Hooplah.Org A Story of Graceful Stumbles

30Mar/01Off

No Title Given

I had to work today (of course - my legal day off from school) and Joan was position behind me. I always talk to Joan. I seem to have a way of cracking her up. She always says I'm "a trip." I was talking to her about random guys, and she is usually the one with the info on who is stalking me and what not. I suppose she is just a people person like that. She told me that Jason (the older guy with the kid and the bad teeth) no longer likes me. That I don't "do it for him anymore." Hmmph. That disappointed me. I like knowing that at least someone wants me... Gives me some sort of weird confidence. (Sounds a little vein, but this is coming from someone who was told that she was ugly almost daily when I was 11 through 13. People barked at me in the hallways. But, that is another story.)

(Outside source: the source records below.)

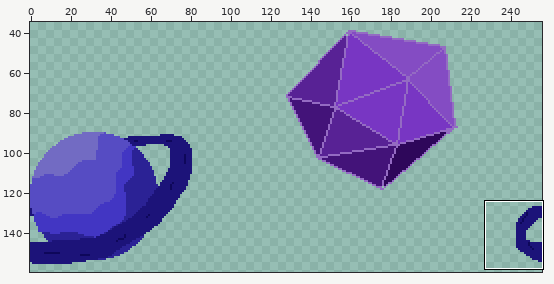
Pixel-art file: SpaceInvaders/res/img/Bgs/OptionsBG2.ase. Above, an overview of the earlier version with the close-up marked.
Close-up. Before the edit:
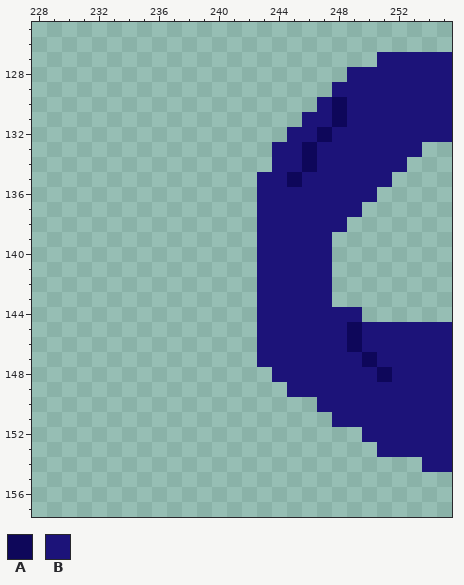
256x240 pixels, 1 frame. Shown: x 228..255, y 125..157. The old version is drawn lined up with the new one. The wide view leaves out empty margins.
Palette (. is transparent): A #0e075a  B #1c1379
Pixels before, first column x 243:
127 ........BBBBB
128 ......BBBBBBB
129 .....BBBBBBBB
130 ....BABBBBBBB
131 ...BBABBBBBBB
132 ..BBABBBBBBBB
133 .BBABBBBBBB..
134 .BBABBBBBB...
135 BBABBBBBB....
136 BBBBBBBB.....
137 BBBBBBB......
138 BBBBBB.......
139 BBBBB........
140 BBBBB........
141 BBBBB........
142 BBBBB........
143 BBBBB........
144 BBBBBBB......
145 BBBBBBABBBBBB
146 BBBBBBABBBBBB
147 BBBBBBBABBBBB
148 .BBBBBBBABBBB
149 ..BBBBBBBBBBB
150 ....BBBBBBBBB
151 .....BBBBBBBB
152 .......BBBBBB
153 ........BBBBB
154 ...........BB
New version:
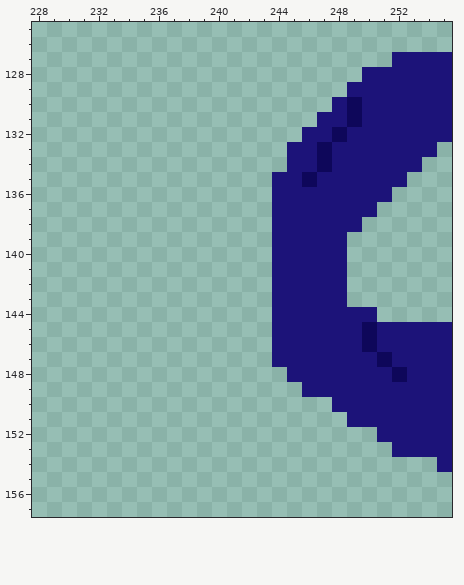
What changed:
drawings rearranged on the sheet (the old picture shows each at its new place)
Colour B gives way to colour A in rows 130 to 131 at x 249; in row 132 at x 248; in rows 133 to 134 at x 247; in row 135 at x 246; in rows 145 to 146 at x 250; in row 147 at x 251.
Colour B gives way to colour A in row 148 at x 252.
The edit adds colour B in row 133 at x 254; in row 134 at x 253; in row 135 at x 252; in row 136 at x 251; in row 137 at x 250; in row 138 at x 249.
The edit adds colour B in rows 139 to 143 at x 248; in row 144 at x 250.
Colour A gives way to colour B in rows 130 to 131 at x 248; in row 132 at x 247; in rows 133 to 134 at x 246; in row 135 at x 245; in rows 145 to 146 at x 249; in row 147 at x 250.
Colour A gives way to colour B in row 148 at x 251.
Colour B is gone in row 127 at x 251; in row 128 at x 249; in row 129 at x 248; in row 130 at x 247; in row 131 at x 246; in row 132 at x 245.
Colour B is gone in rows 133 to 134 at x 244; in rows 135 to 147 at x 243; in row 148 at x 244; in row 149 at x 245; in row 150 at x 247; in row 151 at x 248.
Colour B is gone in row 152 at x 250; in row 153 at x 251; in row 154 at x 254.
Pixel boxes of the changes (left, top, right, bottom) in both close-ups:
changed: (257, 52, 437, 472)

To further burst my bubble, I told Joan that Daniel was also very cold to me recently. And she told me that he was very hurt because of what happened between us. I went out with him 4 times, kissed him twice... I had a great time with him. Conversation went smoothly between us, and we had the common interest of video games, so we could play them in dull moments. But... There was just something about the situation that was missing. I felt nothing. I did try, and I wish I had. It just wasn't there. And since I am very non confrontational (Stephen's word) I did the only thing I knew how to do... Go straight back to how things were. I was also busy at the time, which made that action of mine seem rather small, when in reality, it was horrible timing. I had spent Valentines day at his house, and he had written me a poem. A freaking poem. And had bought an adorable red bear and tied the rolled up poem to the bear with a red ribbon. Yes, looking back, I can see how he would have done anything I wanted. I can see how vulnerable he was. I could see it when I looked at him, and the way he looked at me. And my urge to not have to tell him I did not share his feelings, and just try to transition back to normal probably just hurt him more. Over the past couple of weeks, I have seen him, and I can tell how much it bothers him to be around me. I can tell that me trying to talk to him and be nice to him is not exactly welcome. He was at work today, and I was afraid to talk to him. Despite how much I wanted to just say anything, or to even have him acknowledge me, I stayed quiet, and slowly turned around and found something to do at my register. I didn't want him to hate me... But it appears that we're no longer friends.

I'm pretty sick right now. I can just feel it in my nose... It feel as though I have been punched, or something. It's a raw feeling at the top of my nose on the right side. I'm complete with sneezing and coughing. It's the common cold, I guess. I missed school on Thursday (which seems so long ago now) because of this. I went to work, though, even thought I felt worse. Gotta work express tomorrow, too. 7 hours of that stupid shit. I hope I get a lunch... Sometimes they give it for 7 hours...

Damn... I just remembered that I forgot to pick up my pay check. And Carl has about $47 of the $50 he owes me... Although, it is in change. In a box. I think I'll make him count it out, since it's going back into my account. My balance should then be about $654, or so... Not counting the paycheck I just received, and a $50 check from the state for taxes. I would have had an additional $200 in the account if I didn't have to pay Radford it to reserve my seat. Sort of pointless to mention that, because it's money gone for a good reason, but I feel like I haven't saved anything since it's stayed in the $600's for ages. Just knowing I could almost have $900 makes me feel better.

Blah. I have my guinea pig Prickles a bath when I got home. Not exactly an ideal evening closer, but I got off work an hour early, and he needed it. But now I smell like him. Yuck.

I can't think of anything else to write about... I'm trying to keep writing, because I'm listening to a CD, and I know when I'm done in here, I'll find something else to do rather than listen to the CD. But I WANT to listen to the CD... Damn. How many other people can manipulate theirs elves. I'm just special.